Prompt:
Search the records for the string "slide", then copy each line where it appears.

*** Begin section ***

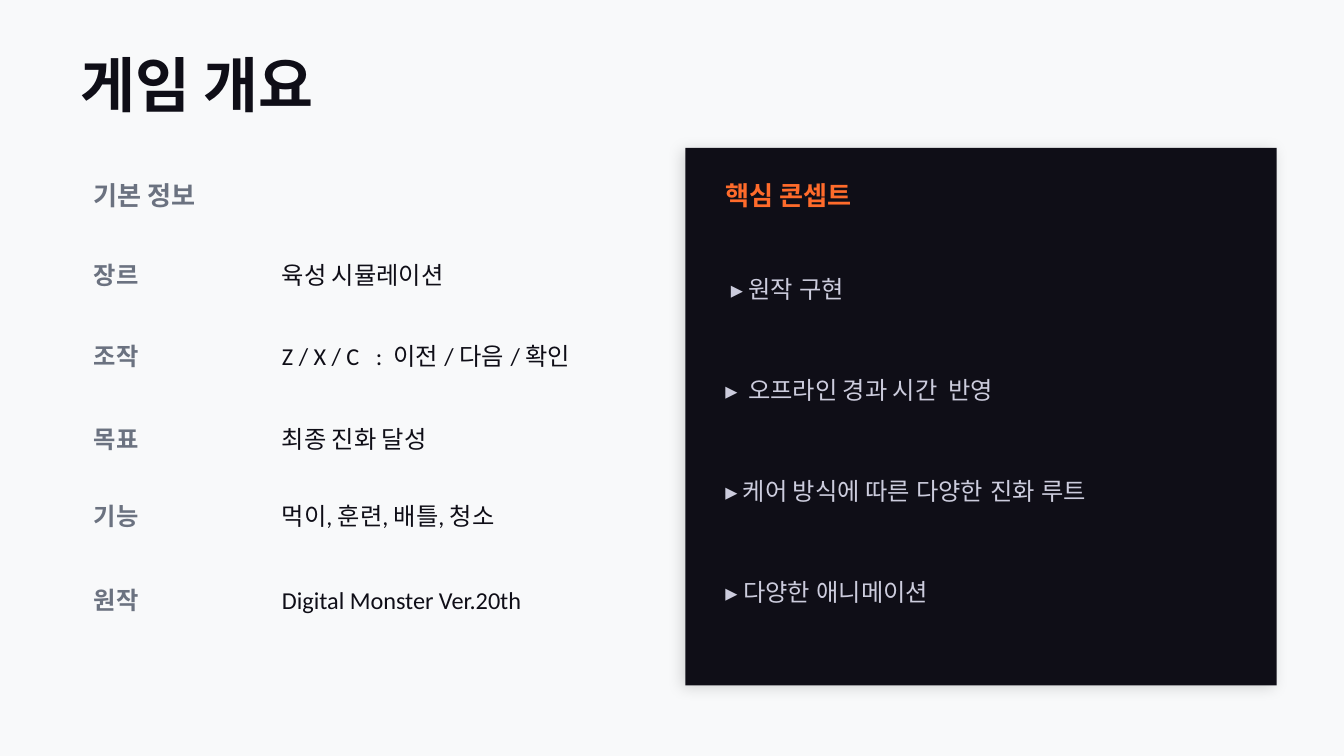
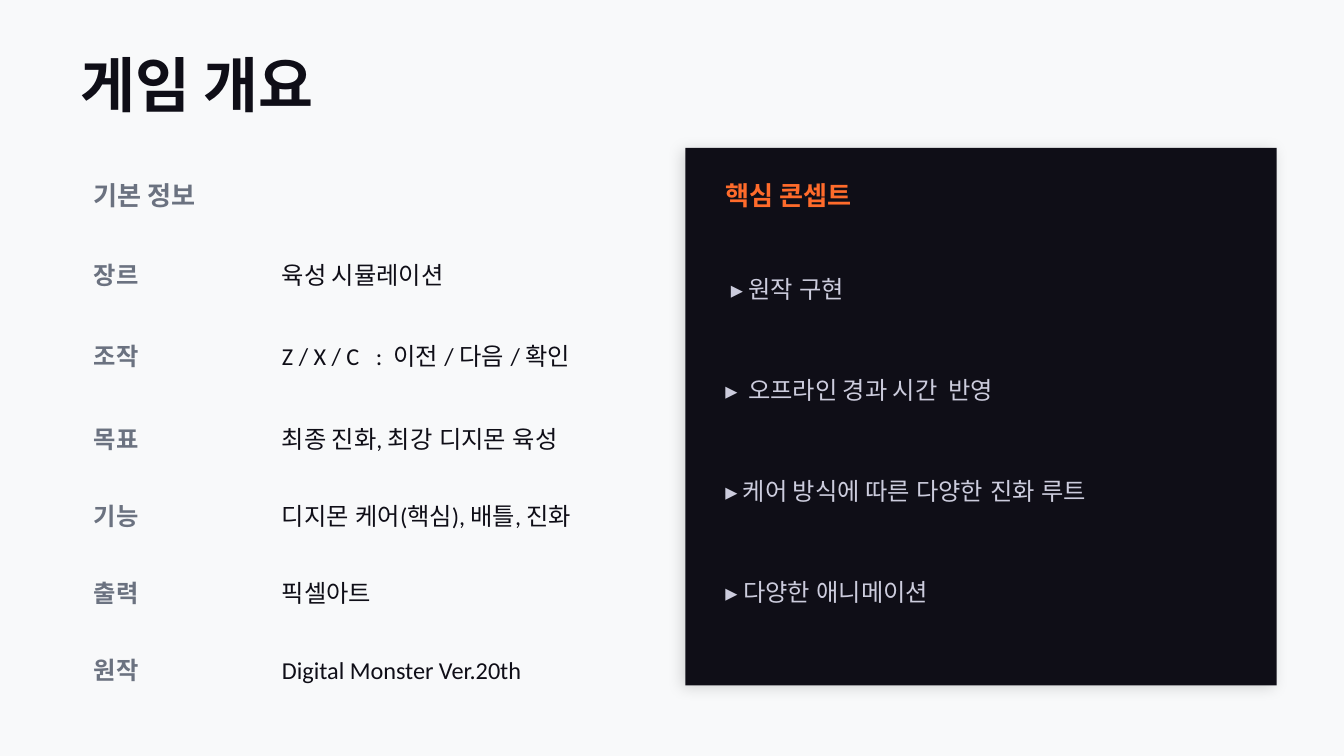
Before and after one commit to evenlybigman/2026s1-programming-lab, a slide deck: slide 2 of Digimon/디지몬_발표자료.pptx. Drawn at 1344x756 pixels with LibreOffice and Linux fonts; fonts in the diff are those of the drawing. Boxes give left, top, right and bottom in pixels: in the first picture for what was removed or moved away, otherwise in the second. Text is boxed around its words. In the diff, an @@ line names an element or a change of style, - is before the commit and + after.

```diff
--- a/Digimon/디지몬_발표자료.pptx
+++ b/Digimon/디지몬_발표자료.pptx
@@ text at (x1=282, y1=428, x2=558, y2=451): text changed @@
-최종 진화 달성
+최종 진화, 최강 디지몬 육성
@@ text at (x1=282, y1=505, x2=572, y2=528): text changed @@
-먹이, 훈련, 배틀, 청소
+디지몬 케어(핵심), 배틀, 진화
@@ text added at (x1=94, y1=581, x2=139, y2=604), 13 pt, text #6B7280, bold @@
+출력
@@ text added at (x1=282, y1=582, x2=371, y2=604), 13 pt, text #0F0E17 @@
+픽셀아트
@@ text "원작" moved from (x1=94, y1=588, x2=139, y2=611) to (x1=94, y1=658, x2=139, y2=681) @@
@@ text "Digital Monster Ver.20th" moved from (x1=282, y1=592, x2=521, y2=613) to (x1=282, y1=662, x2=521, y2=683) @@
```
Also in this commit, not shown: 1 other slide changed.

*** End section ***

Response to the exercise:
Before and after one commit to evenlybigman/2026s1-programming-lab, a slide deck: slide 2 of Digimon/디지몬_발표자료.pptx. Drawn at 1344x756 pixels with LibreOffice and Linux fonts; fonts in the diff are those of the drawing. Boxes give left, top, right and bottom in pixels: in the first picture for what was removed or moved away, otherwise in the second. Text is boxed around its words. In the diff, an @@ line names an element or a change of style, - is before the commit and + after.
Also in this commit, not shown: 1 other slide changed.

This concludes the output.